Gauthier Christian H, Abad Lawrence, Venbakkam Ananya K, Malnak Julia, Russell Daniel A, Hatfull Graham F
Department of Biological Sciences, University of Pittsburgh, Pittsburgh, PA 15260, USA.
Nucleic Acids Res. 2022 Jul 22;50(13):e75. doi: 10.1093/nar/gkac273.
Advances in genome sequencing have produced hundreds of thousands of bacterial genome sequences, many of which have integrated prophages derived from temperate bacteriophages. These prophages play key roles by influencing bacterial metabolism, pathogenicity, antibiotic resistance, and defense against viral attack. However, they vary considerably even among related bacterial strains, and they are challenging to identify computationally and to extract precisely for comparative genomic analyses. Here, we describe DEPhT, a multimodal tool for prophage discovery and extraction. It has three run modes that facilitate rapid screening of large numbers of bacterial genomes, precise extraction of prophage sequences, and prophage annotation. DEPhT uses genomic architectural features that discriminate between phage and bacterial sequences for efficient prophage discovery, and targeted homology searches for precise prophage extraction. DEPhT is designed for prophage discovery in Mycobacterium genomes but can be adapted broadly to other bacteria. We deploy DEPhT to demonstrate that prophages are prevalent in Mycobacterium strains but are absent not only from the few well-characterized Mycobacterium tuberculosis strains, but also are absent from all ∼30 000 sequenced M. tuberculosis strains.

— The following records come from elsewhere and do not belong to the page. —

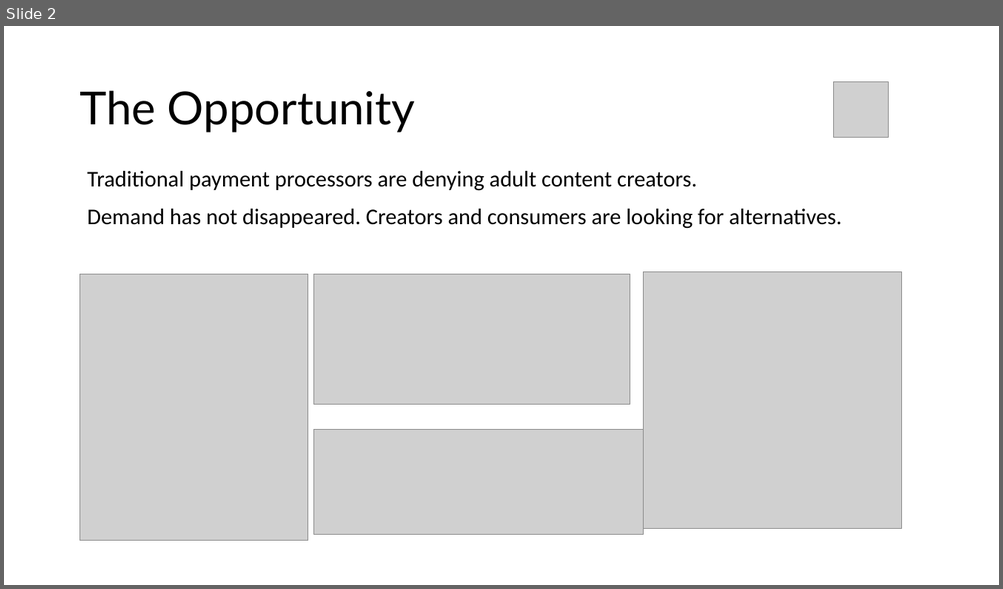
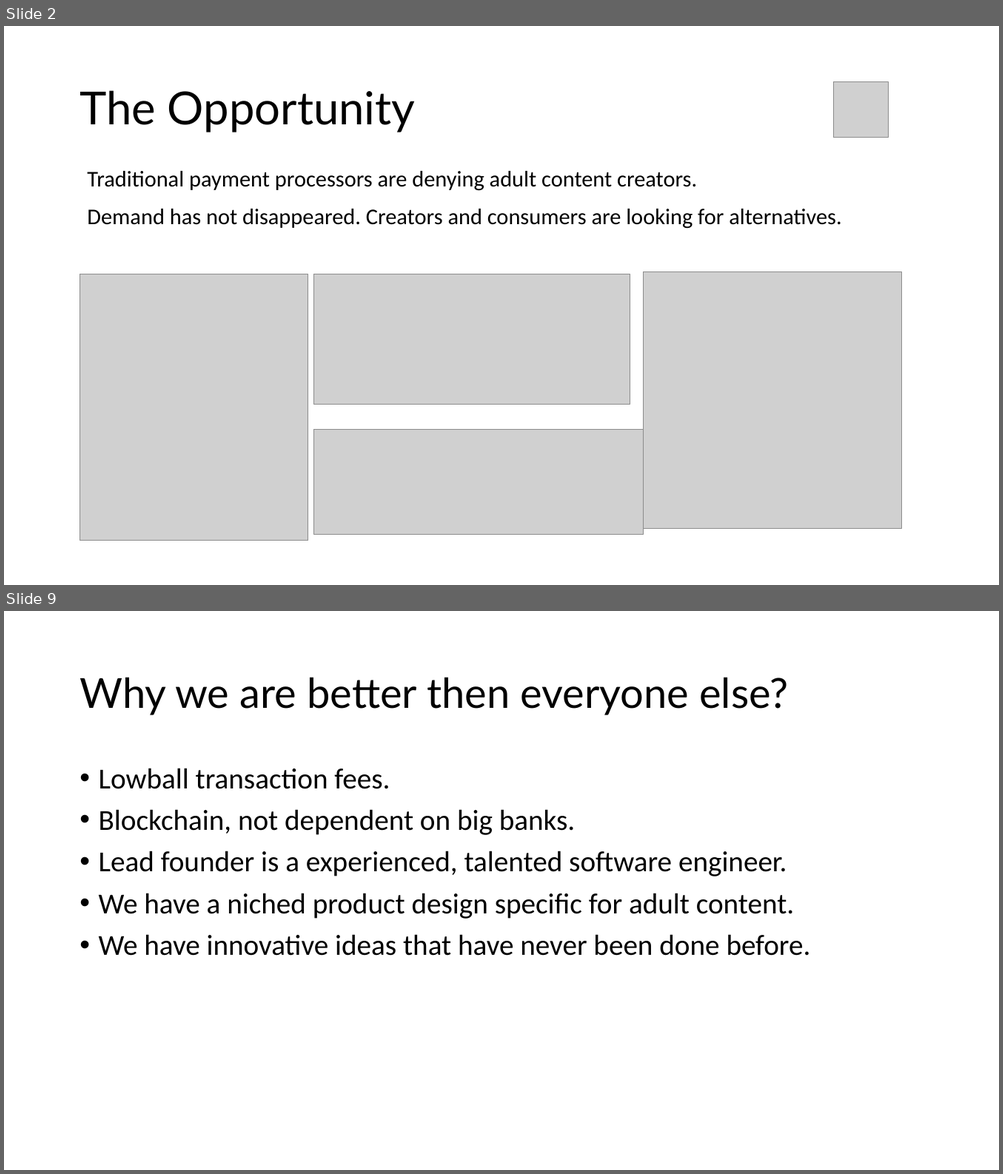
Before and after one commit to own-me/nude-pitch, a slide deck: own-me-pitch.pptx. Shown one above the other, each under a label of ours: slide 2 before the commit, slides 2 and 9 after it; the slides between them are not shown. The pictures are 1003x589 and 1003x1174 pixels, drawn with LibreOffice and Linux fonts; fonts in the diff are those of the drawing; grey boxes stand for pictures. Boxes give left, top, right and bottom in pixels: in the first picture for what was removed or moved away, otherwise in the second. Text is boxed around its words. In the diff, an @@ line names an element or a change of style, - is before the commit and + after.

```diff
--- a/own-me-pitch.pptx
+++ b/own-me-pitch.pptx
@@ slide 9 added at [4,611,999,1170], background #FFFFFF @@
@@ title added at [79,677,788,715], 40 pt, text #000000 @@
+Why we are better then everyone else?
@@ text added at [99,768,811,956], 28 pt, text #000000 @@
+• Lowball transaction fees.
+• Blockchain, not dependent on big banks.
+• Lead founder is a experienced, talented software engineer.
+• We have a niched product design specific for adult content.
+• We have innovative ideas that have never been done before.
```
Also in this commit, not shown: 1 slide changed, 6 other slides added, 1 slide removed, 1 other file.

基因组测序技术的进步已产生了数十万条细菌基因组序列,其中许多都整合了源自温和噬菌体的原噬菌体。这些原噬菌体通过影响细菌代谢、致病性、抗生素抗性以及对病毒攻击的防御发挥关键作用。然而,即使在相关细菌菌株中,它们也存在很大差异,并且在计算上识别它们以及精确提取用于比较基因组分析都具有挑战性。在这里,我们描述了DEPhT,一种用于原噬菌体发现和提取的多模式工具。它有三种运行模式,便于快速筛选大量细菌基因组、精确提取原噬菌体序列以及进行原噬菌体注释。DEPhT利用区分噬菌体和细菌序列的基因组结构特征进行高效的原噬菌体发现,并通过靶向同源性搜索进行精确的原噬菌体提取。DEPhT专为在分枝杆菌基因组中发现原噬菌体而设计,但也可广泛应用于其他细菌。我们使用DEPhT来证明原噬菌体在分枝杆菌菌株中普遍存在,但不仅在少数特征明确的结核分枝杆菌菌株中不存在,而且在所有约30000条已测序的结核分枝杆菌菌株中也不存在。